Obama said that the bill would not add to the deficit. That is far different from saying that it won't add to the debt, because being deficit neutral means that the financing for this bill must come from this year's expenditures. Meaning that we need either massive tax increases or huge spending cuts, probably both, to pay for this as yet unwritten "bill".
Obama apparently missed that distinction, because he's kicked this issue to the SuperCommittee, whose task has been to find reductions over a 10 year period, not over a one-year period. The GOP should hop right on this and point out that raising taxes by $450b in this year isn't likely to stimulate the economy.
It is quite possible that he, like most Americans, can't differentiate between the two.
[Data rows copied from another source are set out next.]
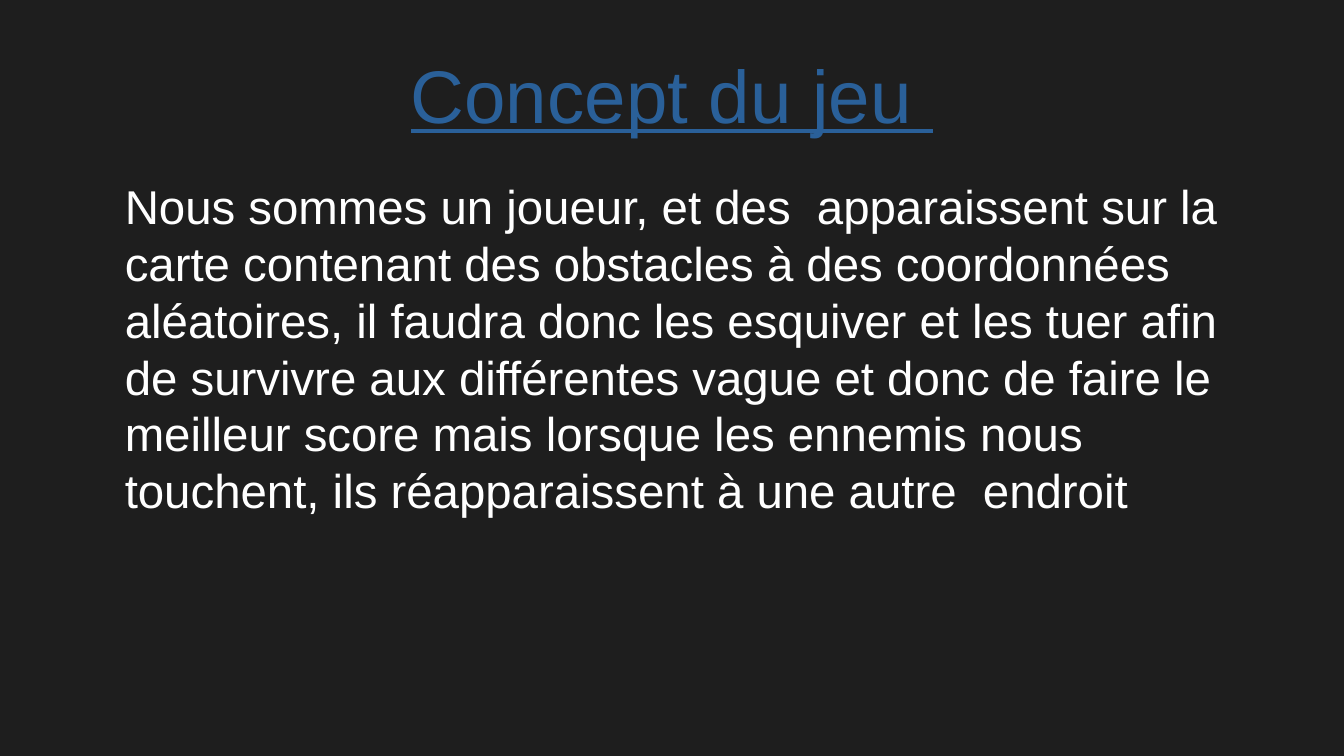
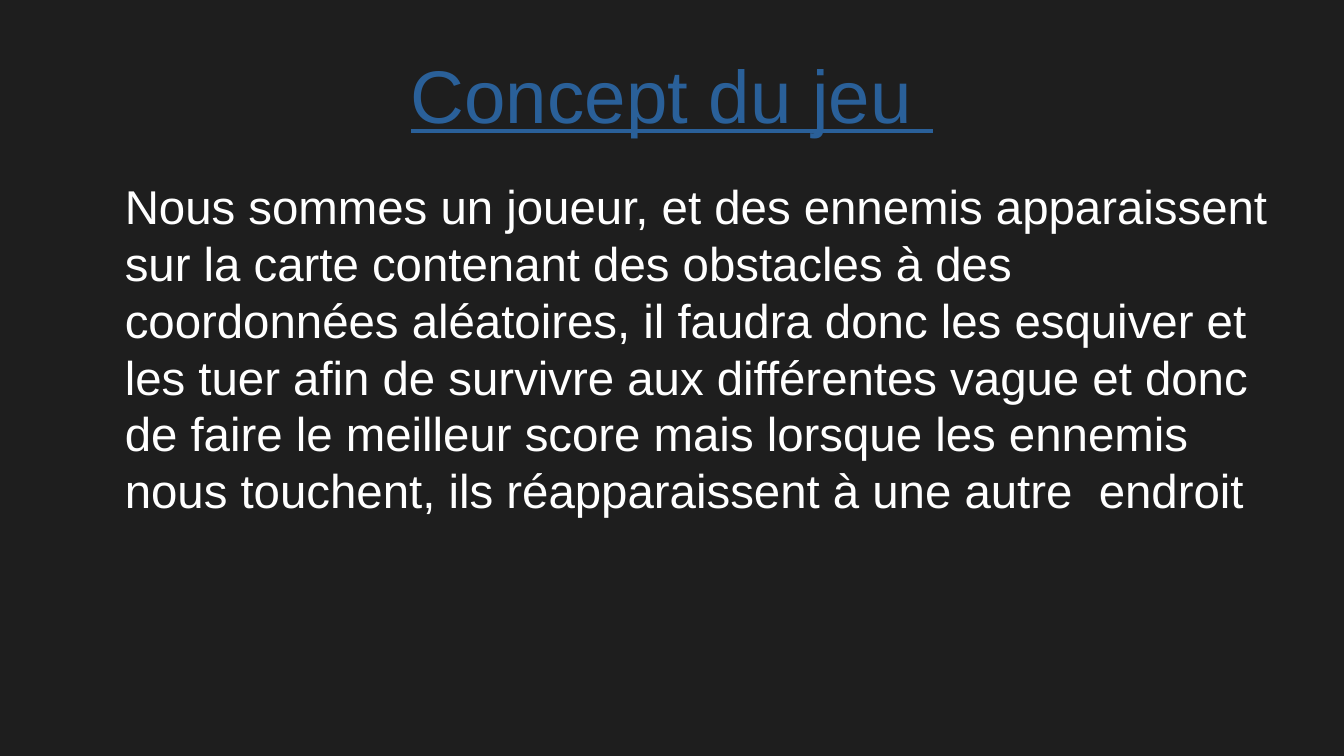
Before and after one commit to matthieurobert/Projet-ISN, a slide deck: slide 2 of Diapo.odp. Drawn at 1344x756 pixels with LibreOffice and Linux fonts; fonts in the diff are those of the drawing. Boxes give left, top, right and bottom in pixels: in the first picture for what was removed or moved away, otherwise in the second. Text is boxed around its words. In the diff, an @@ line names an element or a change of style, - is before the commit and + after.

```diff
--- a/Diapo.odp
+++ b/Diapo.odp
@@ text at box(125, 189, 1267, 518): text changed @@
-Nous sommes un joueur, et des apparaissent sur la carte contenant des obstacles à des coordonnées aléatoires, il faudra donc les esquiver et les tuer afin de survivre aux différentes vague et donc de faire le meilleur score mais lorsque les ennemis nous touchent, ils réapparaissent à une autre endroit
+Nous sommes un joueur, et des ennemis apparaissent sur la carte contenant des obstacles à des coordonnées aléatoires, il faudra donc les esquiver et les tuer afin de survivre aux différentes vague et donc de faire le meilleur score mais lorsque les ennemis nous touchent, ils réapparaissent à une autre endroit
```
Also in this commit, not shown: 3 other files.

“Obama said that the bill would not add to the deficit. That is far different from saying that it won’t add to the debt, because being deficit neutral means that the financing for this bill must come from this year’s expenditures”
Correct me if my logic’s off, but for it to be added to the national debt it would have to cause a deficit. Maybe not this year, but at least some year. I realize the trick is forever to present bills as costing us nothing by “backloading” it onto some future budget. Which is dishonest, but in a tricky political way that we can all wink-wink, nudge-nudge about.
Whatever way you cut it, though, we’re not exactly talking about the difference between the deficit and the debt. We’re talking about the difference between this year’s deficit and some future deficit. So when Obama says it’s deficit neutral, he’s hiding that it’s not debt-neutral, yes. But he’s also hiding that its only deficit-neutral for the nearest budget, to say nothing of eventual budgets.